Nous proposons une méthode simple et rapide pour la discrimination entre les gènes des β-lactamases à spectre étendu (BLSE) de type SHV chez P. aeruginosa en se basant sur des techniques de PCR (PCR-RFLP et RSI-PCR). Nous avons étudié 22 isolats de P. aeruginosa producteurs de BLSE, isolés de prélèvements cliniques effectués chez sept patients immunodéprimés (19 isolats) et de prélèvements environnementaux (trois isolats) au Centre national de greffe de moelle osseuse de Tunis. L’amplification PCR de screening utilisant des paires d’amorces détectant les gènes codant pour les β-lactamases du groupe TEM, SHV, OXA groupe I, OXA groupe II, OXA-18 et PER-1 a permis l’amplification des gènes bla_OXA18 et bla_SHV parmi toutes ces souches. L’électrophorèse en champ pulsé utilisant l’endonucléase SpeI a identifié cinq groupes génotypiques. La digestion des produits PCR des cinq souches représentatives des différents génotypes par DdeI et BsrI a montré des profils de restriction identiques à celui du témoin négatif bla_SHV-1 ; de même que la digestion des produits de RSI-PCR par NruI, témoignant de l’absence des mutations 35, 238 et 240, caractéristiques des BLSE décrites chez P. aeruginosa (SHV-2a, SHV5 et SHV12) et suggérant que les gènes bla_SHV étudiés ne codaient pas pour des BLSE. L’hybridation de l’ADN génomique par southern blot avec une sonde contenant le gène bla_SHV-1 a été positive avec toutes les souches. Le séquençage du cadre de lecture entier a identifié la séquence comme celle de bla_SHV-1. Les résultats de la PCR-RFLP et de l’RSI-PCR ont ainsi été confirmés. Cette approche est efficace pour le screening des souches de P. aeruginosa hébergeant un gène de BLSE de type SHV lors des études épidémiologiques et pour détecter de nouveaux variants.

We propose a simple and rapid method to discriminate SHV-type extended spectrum β-lactamase (ESBL) genes in P. aeruginosa based on PCR techniques (PCR-RFLP and RSI-PCR). We studied 22 producing ESBL P. aeruginosa strains isolated from seven immunocompromised patients (19 isolates) and from environmental swabs (three isolates) at the Bone Marrow Transplantation Center of Tunis. Screening PCR with primer pairs designed to detect gene encoding TEM, SHV, OXA group I, OXA group II, OXA-18 and PER-1 ESBL was positive for bla_OXA18 and bla_SHV genes in all isolates. Pulsed field gel electrophoresis using SpeI endonuclease defined five genotypic groups. For at least one isolate corresponding to each genotype observed, restriction of PCR products by DdeI and BsrI revealed the same restriction pattern that the bla_SHV-1 negative control; in the same way, RSI-PCR products digestion by NruI, thus excluding 35, 238 and 240 mutations characterizing reported ESBL in P. aeruginosa (SHV-2a, SHV5 et SHV12), and suggesting that studied bla_SHV genes were not ESBL ones.

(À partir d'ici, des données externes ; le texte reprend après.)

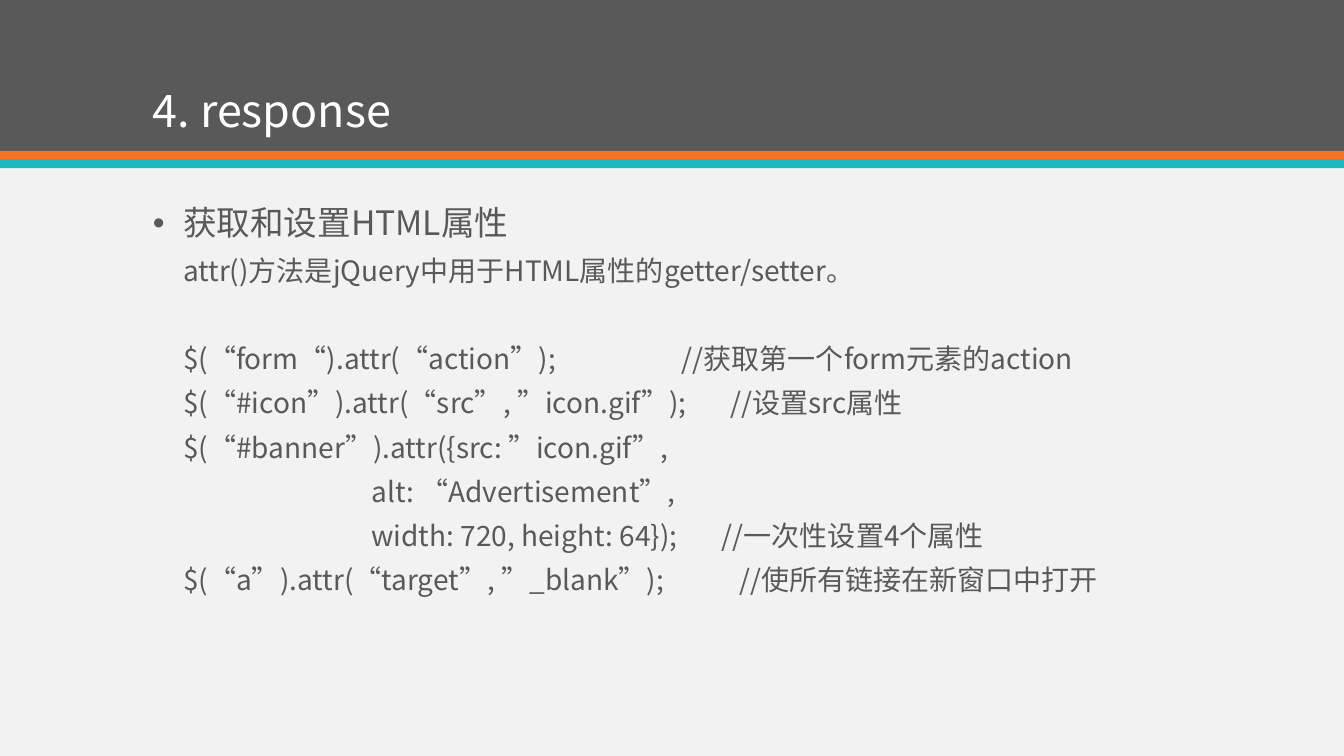
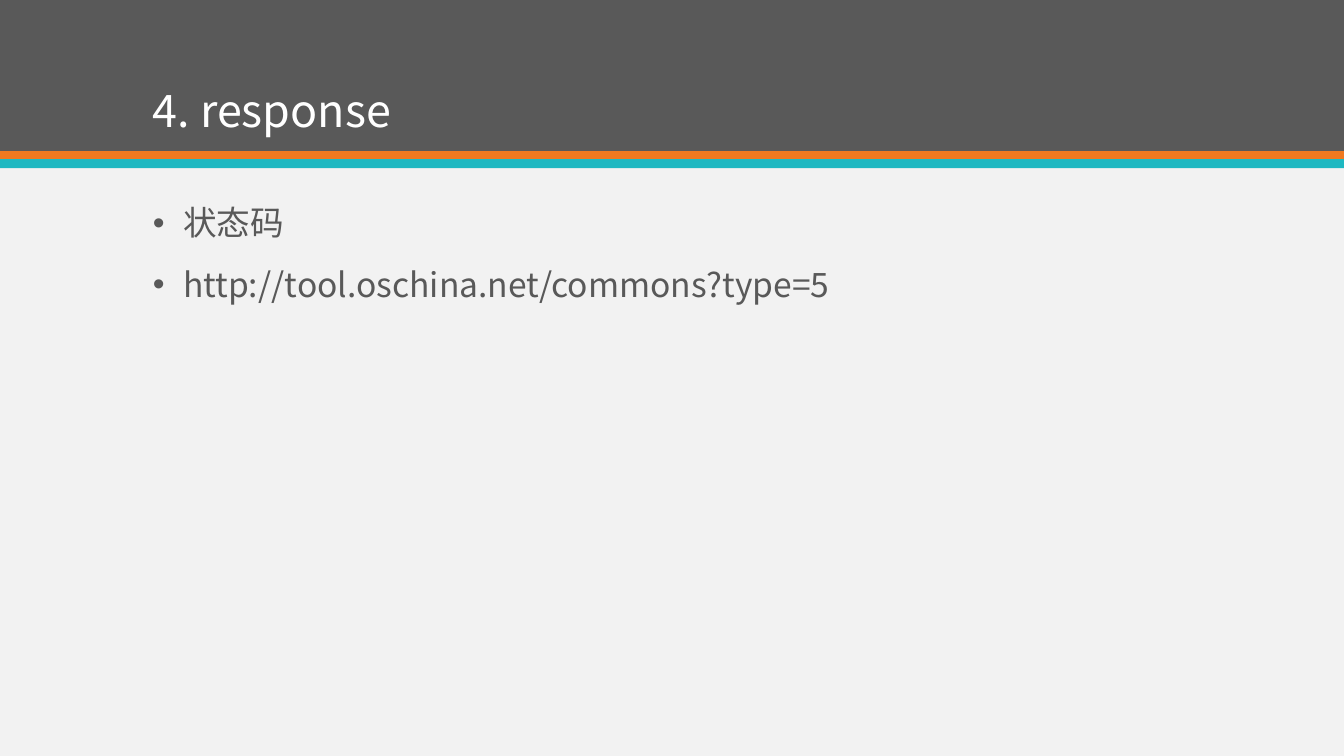
Before and after one commit to eventao/courseware, a slide deck: slide 9 of ppt/http.pptx (slide 13 before the commit). Drawn at 1344x756 pixels with LibreOffice and Linux fonts; fonts in the diff are those of the drawing. Boxes give left, top, right and bottom in pixels: in the first picture for what was removed or moved away, otherwise in the second. Text is boxed around its words. In the diff, an @@ line names an element or a change of style, - is before the commit and + after.

Commit message:
http

```diff
--- a/ppt/http.pptx
+++ b/ppt/http.pptx
@@ text at bbox=[183, 206, 830, 305]: text changed; size 20 to 24 pt @@
-• 获取和设置HTML属性
-  attr()方法是jQuery中用于HTML属性的getter/setter。
-  $(“form“).attr(“action”); //获取第一个form元素的action
-  $(“#icon”).attr(“src”, ”icon.gif”); //设置src属性
-  $(“#banner”).attr({src: ”icon.gif”,
-  alt: “Advertisement”,
-  width: 720, height: 64}); //一次性设置4个属性
-  $(“a”).attr(“target”, ”_blank”); //使所有链接在新窗口中打开
+• 状态码
+• http://tool.oschina.net/commons?type=5
```
Also in this commit, not shown: 4 other slides changed, 4 slides removed, 1 other file.

Genomic DNA hybridization by southern blot with probe consisting in bla_SHV-1 gene was positive in these isolates. Sequencing the full-length open reading frame revealed nucleotide sequence of the bla_SHV-1. PCR-RFLP and RSI-PCR results were then confirmed. This approach is effective for screening P. aeruginosa for ESBL genes carriage in epidemiological studies and for detecting new variants.